Monday 12 March 2007

Notes from the road pt 2


 
 

I was enjoying a small bowl of stew and Bran was shielding a coffee with his slab like hands in a diner on the outskirts of Calamityville.
 
It was a low class, low rent diner where the food wasn't particularly good but it was mostly quiet with four other customers dotted around its fake - fifties interior. The not entirely ugly waitress couldn't have been a day older than twenty five but she already looked like her best days were well behind her. The makeup was so heavily plastered onto her heavy skin that it was impossible to see any detail behind it. Instead of the flawless look she was aiming for, it actually gave the impression of a badly plastered wall. That combined with the beetle red lipstick gave such an unappetising impression that if I hadn't been so hungry I probably wouldn't have eaten anything.
 
She had a small suitor, a lad of fifteen or so who was obviously struck by her judging from the milkshake after milkshake he was ordering. He would get her attention, attempt some offhand remark then lose his nerve and order another stammering strawberry milkshake. The empties surrounding his table were a silent testimony to his continuing cowardice.
 
In the far corner a couple were almost coupling together, decency almost forgotten in their desperation to possess each other. only the occasional look from the waitress would dampen their ardour.
 
"They could at least find a room," I said to my gigantic companion.
 
"Love obeys no known laws," he replied.
 
"I didn't mean from a legal standpoint," I said, again put on the back foot by his previously hitherto unexplored knowledge of Opera. "I just meant in our currently single situation I don't really feel like being reminded of what I'm missing out on."
 
Bran looked at me deeply and returned to his paper.

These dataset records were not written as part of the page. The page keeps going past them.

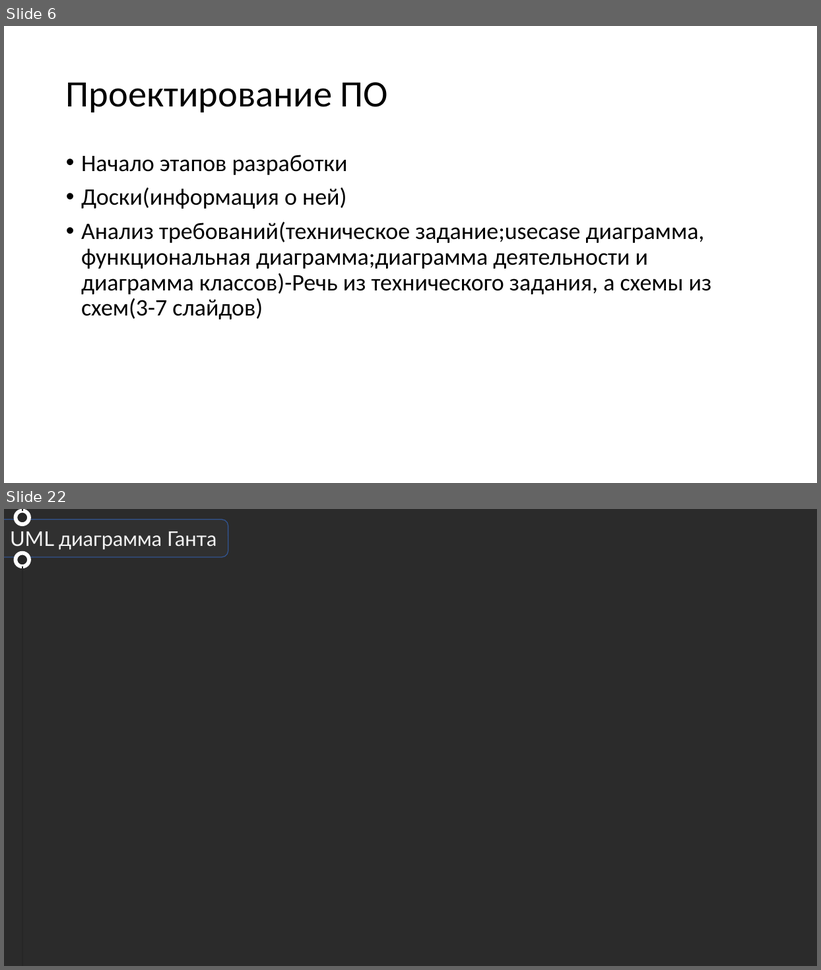
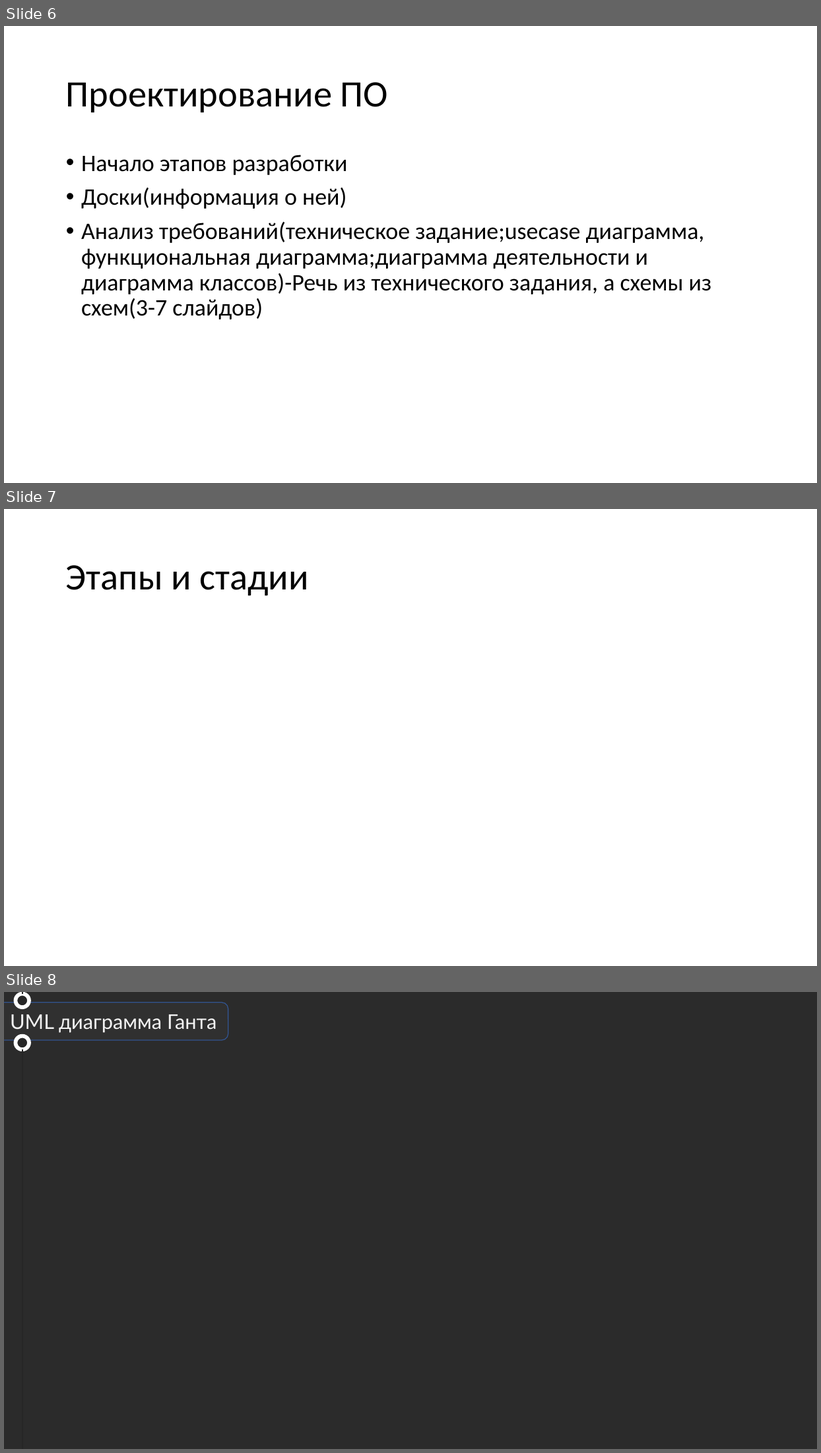
Before and after one commit to AigizIskuzhin/WriteMe, a slide deck: Documentation/Presentations/Презентация по веб-приложению.pptx. Shown one above the other, each under a label of ours: slides 6 and 22 before the commit, slides 6, 7 and 8 after it; the slides between them are not shown. The pictures are 821x970 and 821x1453 pixels, drawn with LibreOffice and Linux fonts; fonts in the diff are those of the drawing; background and template pictures are left out; a plain dark background stands for a picture behind light text. Boxes give left, top, right and bottom in pixels: in the first picture for what was removed or moved away, otherwise in the second. Text is boxed around its words. In the diff, an @@ line names an element or a change of style, - is before the commit and + after.

```diff
--- a/Documentation/Presentations/Презентация по веб-приложению.pptx
+++ b/Documentation/Presentations/Презентация по веб-приложению.pptx
@@ slide 7 added at <box>4,509,817,966</box>, background #FFFFFF @@
@@ title added at <box>66,565,309,596</box>, 44 pt, text #000000 @@
+Этапы и стадии
@@ what was slide 22 is now slide 8 @@
```

It was just then I became aware of a disturbance from outside the diner making its way in through the sun shielded doors.
 
Two good ole boys, Tall and Short, crashed in whooping and hollering carrying a holdall, obviously the wrong side of several Miller High Life's.
 
"Beers for everyone!" the taller of the two shouted slapping his buddy on the back. "That's right everyone! You can thank me later," he continued, "Or buy me one back."
 
No one jumped to praise him but I could sense Bran tensing up behind his paper. No stranger to trouble he seemed to have a sixth sense when it came to brewing storms although in this situation my own much less sensitive danger radar was going off.
 
They took two stools at the bar next to The Milkshake Kid who looked distinctly uncomfortable as the waitress leaned across and murmured something to the two intruders.
 
"What's that sweet cheeks? You'll have to speak up." Said Tall.
 
She repeated her murmur.
 
"What?"
 
"Murmur."
 
"What!?"
 
"We! Don't! Serve! Beer! This is a diner!"
 
"You, don't, serve, beer? What kind of a place is this?"
 
The couple in the corner tried to make their exit as quietly as possible.
 
"Don't serve beer!" continued Tall "Is that why you guys are leaving? Well goodbye now!"
 
"Y'all come again y'hear?" said Short.
 
The couple made their embarrassed way to the car but at least they were free.
 
"No beer Hunh? said Tall reaching into the holdall. "Well it's lucky we brought our own!" He popped the tops on a couple of bottles and gave one to Short and drained one himself.
 
"You can't do that in here!" shouted the waitress fearing for her job more than for annoying these less than honourable fellows.
 
"And who, exactly, are you to tell us what we can and cannot do," he looked down at her lapel "Charlene?"
 
His gaze lingered on her chest for long seconds until finally her juvenile would-be white knight broke the deadlock.
 
"Leave her a.a.a.alone!" he shouted. Unfortunately his voice broke halfway through the sentence which then dissolved into a stammering frenzy.
 
Tall and Short shared a glance and then started laughing fit to burst. I made a move to stand when I felt a weight on my wrist. Bran had his hand on my arm but his eyes were fixed on Tall.
 
"Wait," was all he said.
 
They stopped laughing.
 
"What the hell do you think you're doing boy?" Tall turned and started pushing The Kid backwards, jabbing him in the stomach with every word. Short kept on grinning. "Didn't your Daddy ever teach you to mind your own goddamn business and leave the adult stuff to us grown ups?"
 
He backed the boy up so he was parallel with our table and then just at the height of the tension, the boys' stomach gave up under the assault of nerves and prodding fingers and catapulted the 13 strawberry milkshakes all over his would-be assailant.
 
Before anyone else could react, Bran, in one sweeping movement pushed the kid backwards and Tall forwards away from each other. He kicked Tall in the groin and laid out Short who was still whooping with laughter in his chair.
 
He walked back to our table, picked up his paper, slung the comatose kid over one shoulder and walked out the door. I followed throwing a twenty on the counter and advising Charlene to phone the Sheriff.
 
We dropped the kid off at his house on our way out of town and I'm sure he felt so bad he swore off milkshakes for life.
 
But not waitresses if I'm any judge.